While the graph co-clustering algorithm neatly separates users for AL-USA, it incurs false positives for other like 
farms. In particular, the co-clustering algorithm fails to achieve a good separation for BL-USA, where it incurs a large 
number of false positives, resulting in 47% precision. Further analysis reveals that the horizontal false positive streaks 
in BL-USA include popular pages, such as “Fast & Furious” and “SpongeBob SquarePants,” each with millions of 
likes. We deduce that stealthy like farms, such as BL-USA, use the tactic of liking popular pages aiming to mimic 
normal users, which reduces the accuracy of the graph co-clustering algorithm. 

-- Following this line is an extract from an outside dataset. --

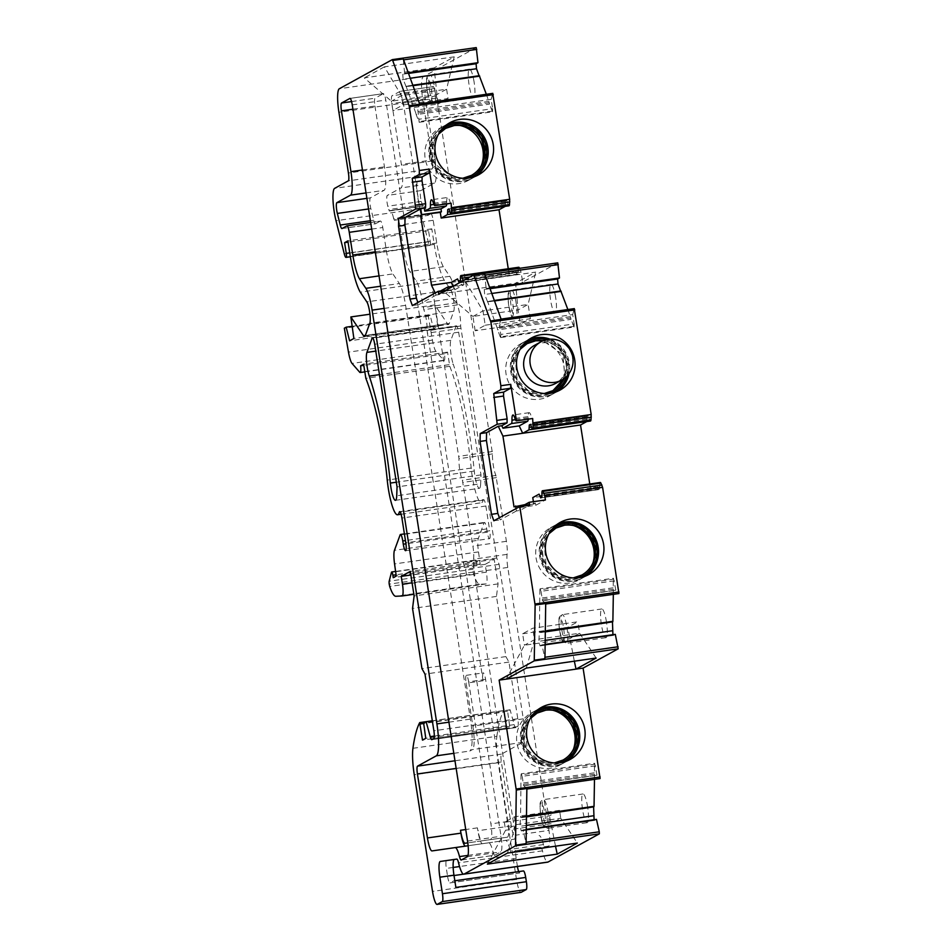 <?xml version="1.0" encoding="UTF-8"?>
<svg xmlns="http://www.w3.org/2000/svg" width="952" height="952" viewBox="0 0 952 952"><rect width="100%" height="100%" fill="white"/><g stroke="black" fill="none" stroke-linecap="round" stroke-linejoin="round"><path stroke-width="0.71" stroke-dasharray="4.76 3.57" d="M534.572 345.314A21.753 21.325 -118.8 0 1 565.286 357.631A21.753 21.325 -118.8 0 1 555.528 383.454M614.385 580.803L541.034 591.323L540.129 588.764L613.481 578.257L615.849 590.145L618.848 593.489M613.481 578.257L613.231 579.28L539.867 589.8L539.391 632.342L545.317 631.497L539.237 632.271L538.963 641.279L540.034 645.908L541.938 644.861L544.937 658.677M613.326 594.334L613.231 579.28M612.921 634.687L613.385 635.389L540.07 645.896M615.301 634.353L613.421 635.377M595.547 765.824L522.196 776.332L521.291 773.774L594.643 763.266L597.011 775.154L600.01 778.51M594.643 763.266L594.393 764.289L521.03 774.809L520.554 817.351L526.48 816.507M594.488 779.355L594.393 764.289M594.084 819.708L594.548 820.41L521.232 830.906L594.548 820.41M596.464 819.363L594.583 820.398M517.436 866.487A7.247 1.345 -98.2 0 1 517.436 866.439L516.174 858.418A7.247 1.345 -98.2 0 1 516.412 850.553L540.736 847.066A7.247 1.345 -98.2 0 1 542.485 850.838A21.753 4.034 -98.2 0 0 547.745 862.143M518.721 871.604A7.247 1.345 -98.2 0 0 519.721 872.936A7.247 1.345 -98.2 0 0 519.816 872.901L449.987 882.909L453.509 880.969A7.247 1.345 -98.2 0 1 453.592 880.945L454.842 880.767M453.509 880.969L523.338 870.961L519.816 872.901M412.93 748.308L496.873 736.277A29.012 5.391 -98.2 0 0 498.193 762.707L516.472 879.398A14.506 2.689 -98.2 0 0 521.042 892.369M496.873 736.277A188.544 35.01 81.8 0 1 503.644 710.608L504.179 711.977L423.688 723.508M431.78 739.668L515.722 727.637A7.247 1.345 -98.2 0 1 514.163 724.627L510.105 709.787L507.583 711.168L509.701 726.305L506.44 728.101L504.179 711.977M515.722 727.637A7.247 1.345 -98.2 0 0 515.805 727.602L431.875 739.633M405.576 550.684L489.518 538.653A7.247 1.345 -98.2 0 1 487.222 532.168L486.722 528.919A7.247 1.345 -98.2 0 0 484.437 522.434A7.247 1.345 -98.2 0 0 484.056 522.886L478.38 538.32A14.506 2.689 -98.2 0 0 478.499 551.898L480.189 563.989L477.166 565.643L476.785 563.203A3.629 0.678 -98.2 0 0 475.643 559.954A3.629 0.678 -98.2 0 0 475.417 560.3L473.132 569.165A3.629 0.678 -98.2 0 0 473.156 572.104L473.644 574.437A36.259 6.735 -98.2 0 0 479.737 584.254L486.02 583.945A10.877 2.023 -98.2 0 0 486.055 583.945A10.877 2.023 -98.2 0 0 486.389 572.14L485.175 564.346L494.219 559.371L498.063 583.897L496.468 596.428L505.893 656.582L508.939 662.08L517.805 718.748A7.247 1.345 -98.2 0 1 517.674 726.578L515.805 727.602M489.518 538.653A7.247 1.345 -98.2 0 0 489.745 530.788L405.802 542.818M399.673 511.652L483.616 499.622A7.152 1.321 -98.2 0 1 485.865 506.012L489.745 530.788M483.616 499.622A7.152 1.321 -98.2 0 0 483.188 500.24L400.257 512.116M364.545 336.472L448.475 324.442A14.435 2.677 -98.2 0 1 447.392 323.632L434.79 304.926L437.801 326.453L433.529 328.797L430.114 315.148L428.269 316.171L432.422 340.114A14.506 2.689 -98.2 0 0 435.98 351.395L443.727 360.284A7.247 1.345 -98.2 0 0 444.132 360.51A7.247 1.345 -98.2 0 0 444.524 353.811L447.559 352.145L449.772 366.294A101.483 18.838 -98.2 0 1 471.192 468.063A29.012 5.391 -98.2 0 0 481.45 502.739A29.012 5.391 -98.2 0 0 483.188 500.24M448.475 324.442A14.435 2.677 -98.2 0 0 449.237 323.537L365.294 335.568M476.226 47.612L423.271 76.707A21.753 4.034 -98.2 0 0 422.855 100.234L432.363 160.983A7.247 1.345 -98.2 0 1 432.232 168.825L418.594 176.322A21.753 4.034 -98.2 0 0 419.951 208.702L428.233 241.844A7.247 1.345 -98.2 0 0 429.923 245.366A7.247 1.345 -98.2 0 0 430.018 245.342L430.137 245.271A3.629 0.678 -98.2 0 0 430.209 241.356L428.531 230.634L431.803 228.837L434.243 244.402A43.506 8.08 -98.2 0 0 444.203 280.114L450.76 289.848A11.495 2.13 -98.2 0 1 453.664 300.475A11.495 2.13 -98.2 0 1 453.759 311.233L449.237 323.537M486.353 94.284L489.245 102.756L415.881 113.264L406.111 86.323L479.13 75.862M489.245 102.756L489.518 104.101L416.167 114.621L419.201 122.296L417.821 109.873L419.57 103.863M419.201 122.296L492.553 111.789L489.518 104.101M492.553 111.789L492.648 108.683L419.285 119.202M419.38 104.006L492.743 93.498L491.184 99.353L492.648 108.683M506.738 200.622L448.939 208.916L506.738 200.622L507.499 202.348A5.807 1.083 -98.2 0 0 508.999 205.799M505.262 206.334L505.583 201.241L506.702 200.634M508.261 268.761L509.094 274.093L515.389 270.642L460.423 278.519L515.389 270.63M518.769 267.25A5.807 1.083 -98.2 0 0 518.364 271.76L518.197 273.998L517.079 274.604L515.425 270.618M557.741 262.847L522.648 282.137L521.077 272.117L519.625 268.309M567.868 309.543L570.76 318.004L497.396 328.523L487.626 301.57L560.645 291.11M570.76 318.004L571.033 319.36L497.682 329.868L497.396 328.523M573.628 326.393L500.264 336.901L500.716 337.555L574.068 327.036L571.033 319.36M574.068 327.036L574.163 323.942L500.8 334.45L499.336 325.12L572.699 314.6L574.163 323.942M501.192 319.396L574.258 308.745L572.699 314.6M586.777 421.558L587.122 416.714L588.265 416.083L589.038 417.726A5.807 1.083 -98.2 0 0 590.514 421.022M589.776 483.985L590.609 489.316L596.904 485.865L541.938 493.743L596.904 485.865M598.51 489.625L540.7 497.908L598.51 489.625L596.94 485.853M600.284 482.485A5.807 1.083 -98.2 0 0 599.867 486.829L599.689 488.983L598.546 489.614M555.623 297.345A14.506 2.689 -98.2 0 0 551.053 284.362A14.506 2.689 -98.2 0 0 550.446 299.106A14.506 2.689 -98.2 0 0 555.171 313.077A14.506 2.689 -98.2 0 0 555.623 297.345M395.449 500.335L479.38 488.305A14.435 2.677 -98.2 0 1 474.274 471.05A116.061 21.551 -98.2 0 0 453.212 364.08L379.467 374.648M479.38 488.305A14.435 2.677 -98.2 0 0 480.665 483.735L396.722 495.766M372.458 337.865L456.401 325.834A7.152 1.321 -98.2 0 1 458.65 332.224L480.986 474.893L480.665 483.735M456.401 325.834A7.152 1.321 -98.2 0 0 456.02 326.274L450.855 340.352A14.435 2.677 -98.2 0 0 453.212 364.08M606.46 621.942A14.506 2.689 -98.2 0 0 601.878 608.959A14.506 2.689 -98.2 0 0 601.271 623.703A14.506 2.689 -98.2 0 0 605.996 637.673A14.506 2.689 -98.2 0 0 606.46 621.942M587.622 806.939A14.506 2.689 -98.2 0 0 583.04 793.968A14.506 2.689 -98.2 0 0 582.434 808.7A14.506 2.689 -98.2 0 0 587.158 822.683A14.506 2.689 -98.2 0 0 587.622 806.939M474.108 82.11A14.506 2.689 -98.2 0 0 469.538 69.139A14.506 2.689 -98.2 0 0 468.931 83.883A14.506 2.689 -98.2 0 0 473.656 97.854A14.506 2.689 -98.2 0 0 474.108 82.11M397.412 218.615L430.911 213.819A7.247 1.345 -98.2 0 1 433.196 220.305L436.754 243.01A29.012 5.391 -98.2 0 0 443.323 266.703L449.796 276.306A25.99 4.831 -98.2 0 1 456.032 298.095L457.305 304.89A13.78 2.558 -98.2 0 1 460.613 326.012L496.73 557.991L499.098 564.357L523.291 718.843A21.753 4.034 -98.2 0 1 522.874 742.358L501.49 754.103A7.247 1.345 -98.2 0 0 501.359 761.945L511.367 825.919A14.506 2.689 -98.2 0 0 515.948 838.902L482.438 843.698A14.506 2.689 -98.2 0 1 477.868 830.727L477.416 827.859A14.506 2.689 -98.2 0 0 481.986 840.83L507.38 837.189A14.506 2.689 -98.2 0 0 507.832 821.457L485.579 679.371A7.247 1.345 -98.2 0 0 483.295 672.885A7.247 1.345 -98.2 0 0 483.069 680.751L465.587 569.153L463.231 562.799L427.103 330.808A13.78 2.558 -98.2 0 0 423.795 309.686L422.533 302.903A25.99 4.831 -98.2 0 0 416.298 281.114L409.824 271.498A29.012 5.391 -98.2 0 1 403.255 247.817L399.697 225.1A7.247 1.345 -98.2 0 0 397.412 218.615A7.247 1.345 -98.2 0 0 397.317 218.651L394.402 220.245L427.936 215.426L394.437 220.233M543.449 844.567L509.939 849.374A7.247 1.345 -98.2 0 0 511.617 852.825L545.127 848.018A7.247 1.345 -98.2 0 1 543.449 844.567A18.85 3.499 -98.2 0 0 539.082 835.582M545.127 848.018A7.247 1.345 -98.2 0 0 545.21 847.994L548.685 846.09A14.506 2.689 -98.2 0 0 548.959 830.406L515.46 835.213L474.274 572.247A14.506 2.689 -98.2 0 1 473.596 559.181A14.506 2.689 -98.2 0 0 472.918 546.103L462.386 480.248A13.78 2.558 -98.2 0 1 459.019 458.697L402.958 100.722A13.78 2.558 -98.2 0 1 400.851 93.355L400.042 91.368L433.541 86.561L400.007 91.38L391.998 95.783A7.247 1.345 -98.2 0 0 391.855 103.613L401.375 164.41A21.753 4.034 -98.2 0 1 400.959 187.925L387.321 195.422A7.247 1.345 -98.2 0 0 387.785 206.215L389.308 211.011L389.963 210.654A13.78 2.558 -98.2 0 1 390.142 210.594L423.64 205.799A13.78 2.558 -98.2 0 0 423.473 205.858L389.344 210.999M389.308 211.011L422.807 206.215L421.284 201.407A7.247 1.345 -98.2 0 1 420.832 190.614L434.469 183.117A21.753 4.034 -98.2 0 0 434.885 159.603L425.365 98.818A7.247 1.345 -98.2 0 1 425.496 90.975L433.505 86.572L434.35 88.548A13.78 2.558 -98.2 0 0 436.456 95.914L492.517 453.902A13.78 2.558 -98.2 0 0 495.897 475.453L506.416 541.307A14.506 2.689 -98.2 0 1 507.095 554.373A14.506 2.689 -98.2 0 0 507.785 567.452L548.959 830.406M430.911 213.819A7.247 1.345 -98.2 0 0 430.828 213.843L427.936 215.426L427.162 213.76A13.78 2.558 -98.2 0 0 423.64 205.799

Our results highlight the limitations of prior graph co-clustering algorithms in detecting fake likes by like farm 
accounts. We argue that fake liking activity is challenging to detect when only relying on monitoring the liking activity 
due to the increased sophistication of stealthier like farms. Therefore, as we discuss next, we plan to leverage the 
characteristics of timeline features to improve accuracy. 

4 Characterizing Timeline Features 

We now set to design and evaluate timeline-based detection of like farm accounts. We start by characterizing 
timeline activities with respect to two categories of features, non-lexical and lexical. We do so aiming to identify the 
most distinguishing features to be used by machine learning algorithms in order for accurately classifying like farms 
accounts and normal user accounts. 

Types of Posts. We start by analyzing how users interact with the posts on their timeline. Figure 2 plots the distribution 
of types of posts on users’ timelines. More than 50% of those made by baseline users are text, whereas, for like farm 
users this ratio is less than 44% as they post more web links and videos. Note that “Others” include shared posts, 
Facebook actions such as ‘listening to’, ‘traveling to’, ‘feeling’, and life events like ‘in a relationship’, and ‘married’. 
We find that this category includes about 22% of posts for like farm users and about 16% of posts for baseline users. 



Post Type 

Fig. 2 : Distribution of types of posts. 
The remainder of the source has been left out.